The main function of MLOps is to automate the more repeatable steps in the ML workflows of data scientists and ML engineers, from model development and training to model deployment and operation (model serving). Automating these steps creates agility for businesses and better experiences for users and end customers, increasing the speed, power, and reliability of ML. These automated processes can also mitigate risk and free developers from rote tasks, allowing them to spend more time on innovation. This all contributes to the bottom line: a 2021 global study by McKinsey found that companies that successfully scale AI can add as much as 20 percent to their earnings before interest and taxes (EBIT). 

“It’s not uncommon for companies with sophisticated ML capabilities to incubate different ML tools in individual pockets of the business,” says Vincent David, senior director for machine learning at Capital One. “But often you start seeing parallels—ML systems doing similar things, but with a slightly different twist. The companies that are figuring out how to make the most of their investments in ML are unifying and supercharging their best ML capabilities to create standardized, foundational tools and platforms that everyone can use — and ultimately create differentiated value in the market.” 

In practice, MLOps requires close collaboration between data scientists, ML engineers, and site reliability engineers (SREs) to ensure consistent reproducibility, monitoring, and maintenance of ML models. Over the last several years, Capital One has developed MLOps best practices that apply across industries: balancing user needs, adopting a common, cloud-based technology stack and foundational platforms, leveraging open-source tools, and ensuring the right level of accessibility and governance for both data and models.

Understand different users’ different needs

ML applications generally have two main types of users—technical experts (data scientists and ML engineers) and nontechnical experts (business analysts)—and it’s important to strike a balance between their different needs. Technical experts often prefer complete freedom to use all tools available to build models for their intended use cases. Nontechnical experts, on the other hand, need user-friendly tools that enable them to access the data they need to create value in their own workflows.

To build consistent processes and workflows while satisfying both groups, David recommends meeting with the application design team and subject matter experts across a breadth of use cases. “We look at specific cases to understand the issues, so users get what they need to benefit their work, specifically, but also the company generally,” he says. “The key is figuring out how to create the right capabilities while balancing the various stakeholder and business needs within the enterprise.”

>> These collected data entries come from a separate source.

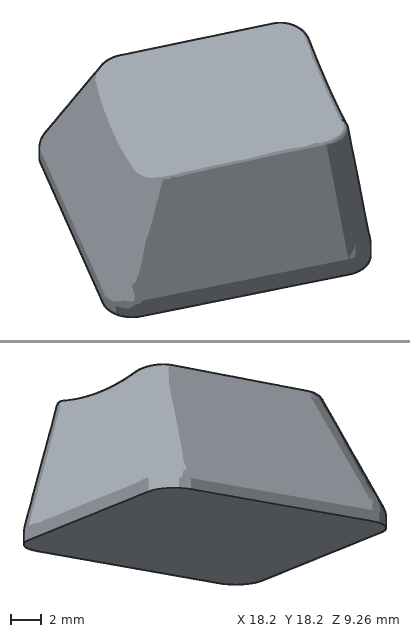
import cadquery as cq
import math

width = 18.16
base_corner_radius = 2.0
skirt_height = 0.75
blend_height = 1.29

body_height = 10.9
side_slope = 0.37
front_slope = 0.4
back_slope = 0.09
top_corner_radius = 1.9

dish_radius = 22.7
dish_bottom = 8.43
dish_tilt = 0.9
dish_length = 2 * width
rim_radius = 0.4


def wall_inset(slope, z):
    """Inward run of a wall at height z: vertical, then a tangent arc, then straight at its slope."""
    if z <= skirt_height:
        return 0.0
    draft = math.atan(slope)
    arc_radius = (blend_height - skirt_height) / math.sin(draft)
    arc_rise = min(z, blend_height) - skirt_height
    arc_inset = arc_radius - math.sqrt(arc_radius**2 - arc_rise**2)
    return arc_inset + slope * max(z - blend_height, 0)


def outline(z, corner_radius):
    """Rounded rectangular wire of the walls at height z."""
    side = wall_inset(side_slope, z)
    front = wall_inset(front_slope, z)
    back = wall_inset(back_slope, z)
    plan = cq.Sketch().rect(width - 2 * side, width - front - back).vertices().fillet(corner_radius)
    center = cq.Vector(0, (front - back) / 2, z)
    return plan.moved(cq.Location(center)).val().Faces()[0].outerWire()


def skirt():
    plan = cq.Sketch().rect(width, width).vertices().fillet(base_corner_radius)
    return cq.Workplane("XY").placeSketch(plan).extrude(skirt_height)


def skirt_blend():
    middle_height = (skirt_height + blend_height) / 2
    heights = [skirt_height, middle_height, blend_height]
    sections = [outline(z, base_corner_radius) for z in heights]
    return cq.Workplane(cq.Solid.makeLoft(sections))


def sloping_walls():
    lower = outline(blend_height, base_corner_radius)
    upper = outline(body_height, top_corner_radius)
    return cq.Workplane(cq.Solid.makeLoft([lower, upper], True))


def dish_cutter():
    tilt = math.radians(dish_tilt)
    axis = cq.Vector(0, math.cos(tilt), math.sin(tilt))
    center = cq.Vector(0, 0, dish_bottom + dish_radius / math.cos(tilt))
    start = center - axis * (dish_length / 2)
    return cq.Workplane(cq.Solid.makeCylinder(dish_radius, dish_length, start, axis))


body = skirt().union(skirt_blend()).union(sloping_walls())
body = body.cut(dish_cutter())
result = body.faces(">Z").edges().fillet(rim_radius)

Adopt a common technology stack 

Collaboration among development teams—critical for successful MLOps—can be difficult and time-consuming if these teams are not using the same technology stack. A unified tech stack allows developers to standardize, reusing components, features, and tools across models like Lego bricks. “That makes it easier to combine related capabilities so developers don’t waste time switching from one model or system to another,” says David. 

A cloud-native stack—built to take advantage of the cloud model of distributed computing—allows developers to self-service infrastructure on demand, continually leveraging new capabilities and introducing new services. Capital One’s decision to go all-in on the public cloud has had a notable impact on developer efficiency and speed. Code releases to production now happen much more rapidly, and ML platforms and models are reusable across the broader enterprise.

Save time with open-source ML tools 

Open-source ML tools (code and programs freely available for anyone to use and adapt) are core ingredients in creating a strong cloud foundation and unified tech stack. Using existing open-source tools means the business does not need to devote precious technical resources to reinventing the wheel, quickening the pace at which teams can build and deploy models. 

To complement its use of open-source tools and packages, David says, Capital One also develops and releases its own tools. For example, to manage streams of dynamic data too large to manually monitor, Capital One built an open-source data profiling tool that uses ML to detect and protect sensitive data like bank account and credit card numbers. Additionally, Capital One recently released the open-source library rubicon-ml, which helps capture and store model training and execution information in a repeatable and searchable way. Releasing its own tools as open source ensures that Capital One builds ML capabilities that are flexible and repurposable (by others, as well as across its own businesses) and allows the company to connect with and contribute to the open-source community.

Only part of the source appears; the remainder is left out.